▸ EXCERPTED RECORDS
___
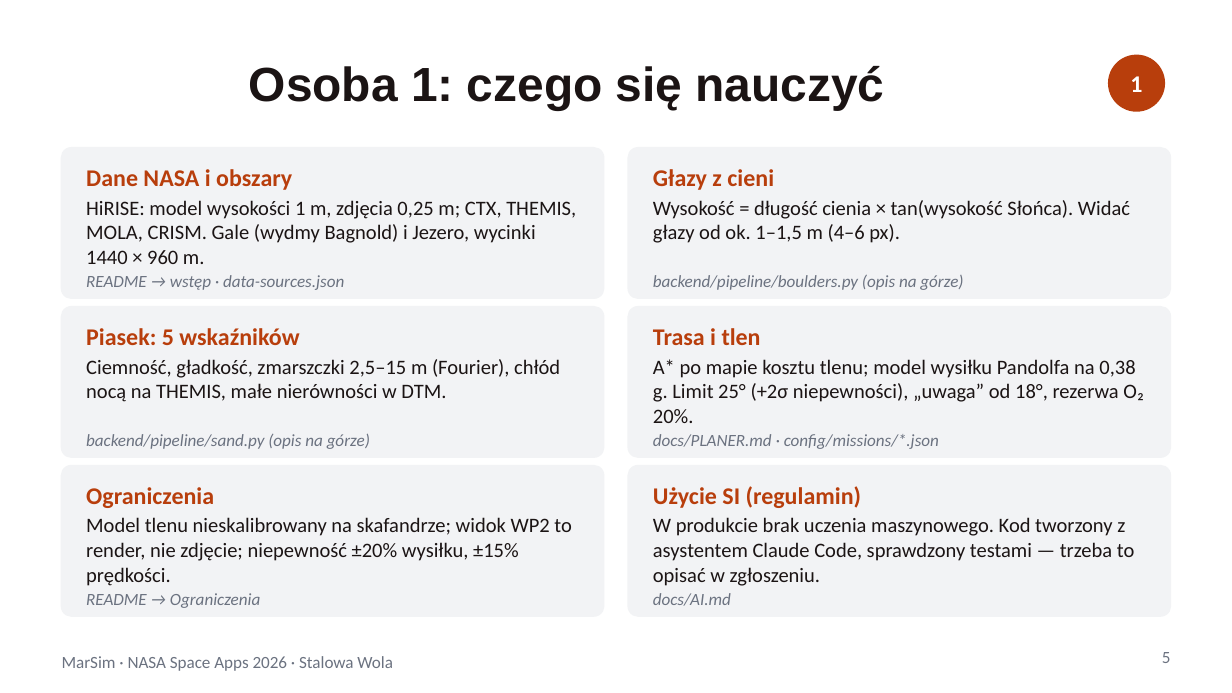
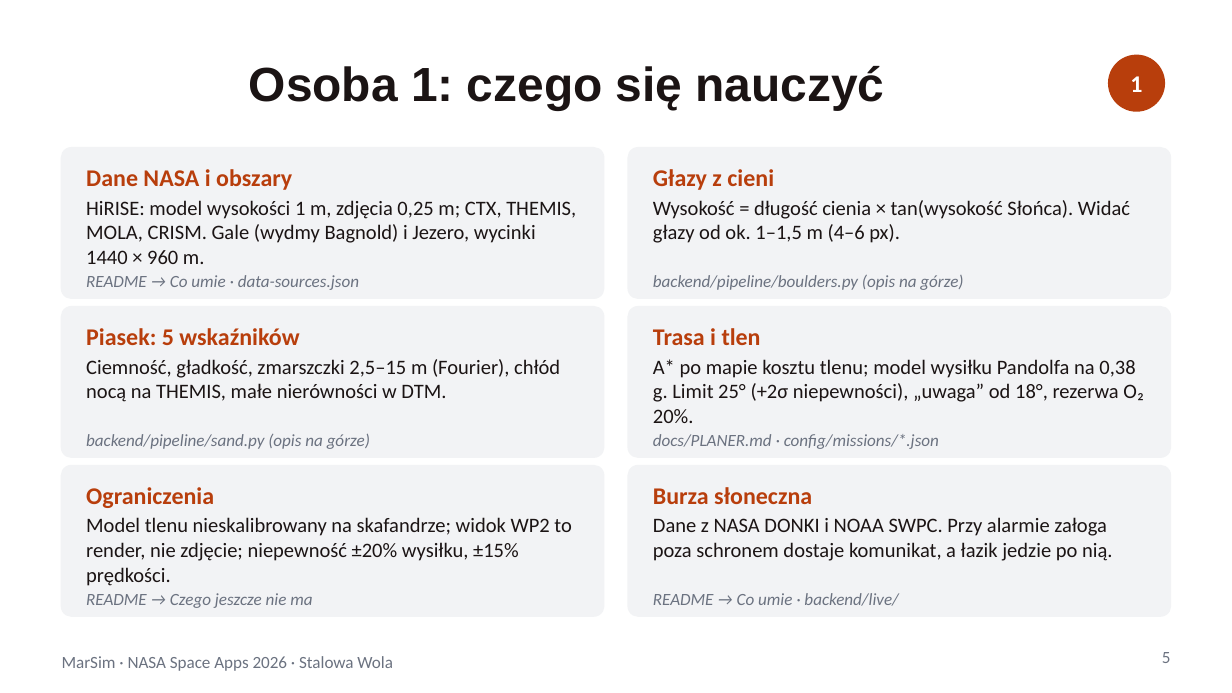
Before and after one commit to Aqayooooo/MarSim, a slide deck: slide 5 of prezentacja/MarSim-prezentacja-role.pptx. Drawn at 1232x693 pixels with LibreOffice and Linux fonts; fonts in the diff are those of the drawing. Boxes give left, top, right and bottom in pixels: in the first picture for what was removed or moved away, otherwise in the second. Text is boxed around its words. In the diff, an @@ line names an element or a change of style, - is before the commit and + after.

```diff
--- a/prezentacja/MarSim-prezentacja-role.pptx
+++ b/prezentacja/MarSim-prezentacja-role.pptx
@@ text at (x1=86, y1=275, x2=359, y2=290): text changed @@
-README → wstęp · data-sources.json
+README → Co umie · data-sources.json
@@ text at (x1=653, y1=487, x2=812, y2=504): text changed @@
-Użycie SI (regulamin)
+Burza słoneczna
@@ text at (x1=653, y1=517, x2=1112, y2=561): text changed @@
-W produkcie brak uczenia maszynowego. Kod tworzony z asystentem Claude Code, sprawdzony testami — trzeba to opisać w zgłoszeniu.
+Dane z NASA DONKI i NOAA SWPC. Przy alarmie załoga poza schronem dostaje komunikat, a łazik jedzie po nią.
@@ text at (x1=86, y1=593, x2=312, y2=608): text changed @@
-README → Ograniczenia
+README → Czego jeszcze nie ma
@@ text at (x1=653, y1=593, x2=898, y2=606): text changed @@
-docs/AI.md
+README → Co umie · backend/live/
```
Also in this commit, not shown: 5 other slides changed.
___
▸ WHAT IS REQUIRED
Leave the images aside and retype each line of the listing above exactly.

▸ EXERCISE RESULT
Before and after one commit to Aqayooooo/MarSim, a slide deck: slide 5 of prezentacja/MarSim-prezentacja-role.pptx. Drawn at 1232x693 pixels with LibreOffice and Linux fonts; fonts in the diff are those of the drawing. Boxes give left, top, right and bottom in pixels: in the first picture for what was removed or moved away, otherwise in the second. Text is boxed around its words. In the diff, an @@ line names an element or a change of style, - is before the commit and + after.

```diff
--- a/prezentacja/MarSim-prezentacja-role.pptx
+++ b/prezentacja/MarSim-prezentacja-role.pptx
@@ text at (x1=86, y1=275, x2=359, y2=290): text changed @@
-README → wstęp · data-sources.json
+README → Co umie · data-sources.json
@@ text at (x1=653, y1=487, x2=812, y2=504): text changed @@
-Użycie SI (regulamin)
+Burza słoneczna
@@ text at (x1=653, y1=517, x2=1112, y2=561): text changed @@
-W produkcie brak uczenia maszynowego. Kod tworzony z asystentem Claude Code, sprawdzony testami — trzeba to opisać w zgłoszeniu.
+Dane z NASA DONKI i NOAA SWPC. Przy alarmie załoga poza schronem dostaje komunikat, a łazik jedzie po nią.
@@ text at (x1=86, y1=593, x2=312, y2=608): text changed @@
-README → Ograniczenia
+README → Czego jeszcze nie ma
@@ text at (x1=653, y1=593, x2=898, y2=606): text changed @@
-docs/AI.md
+README → Co umie · backend/live/
```
Also in this commit, not shown: 5 other slides changed.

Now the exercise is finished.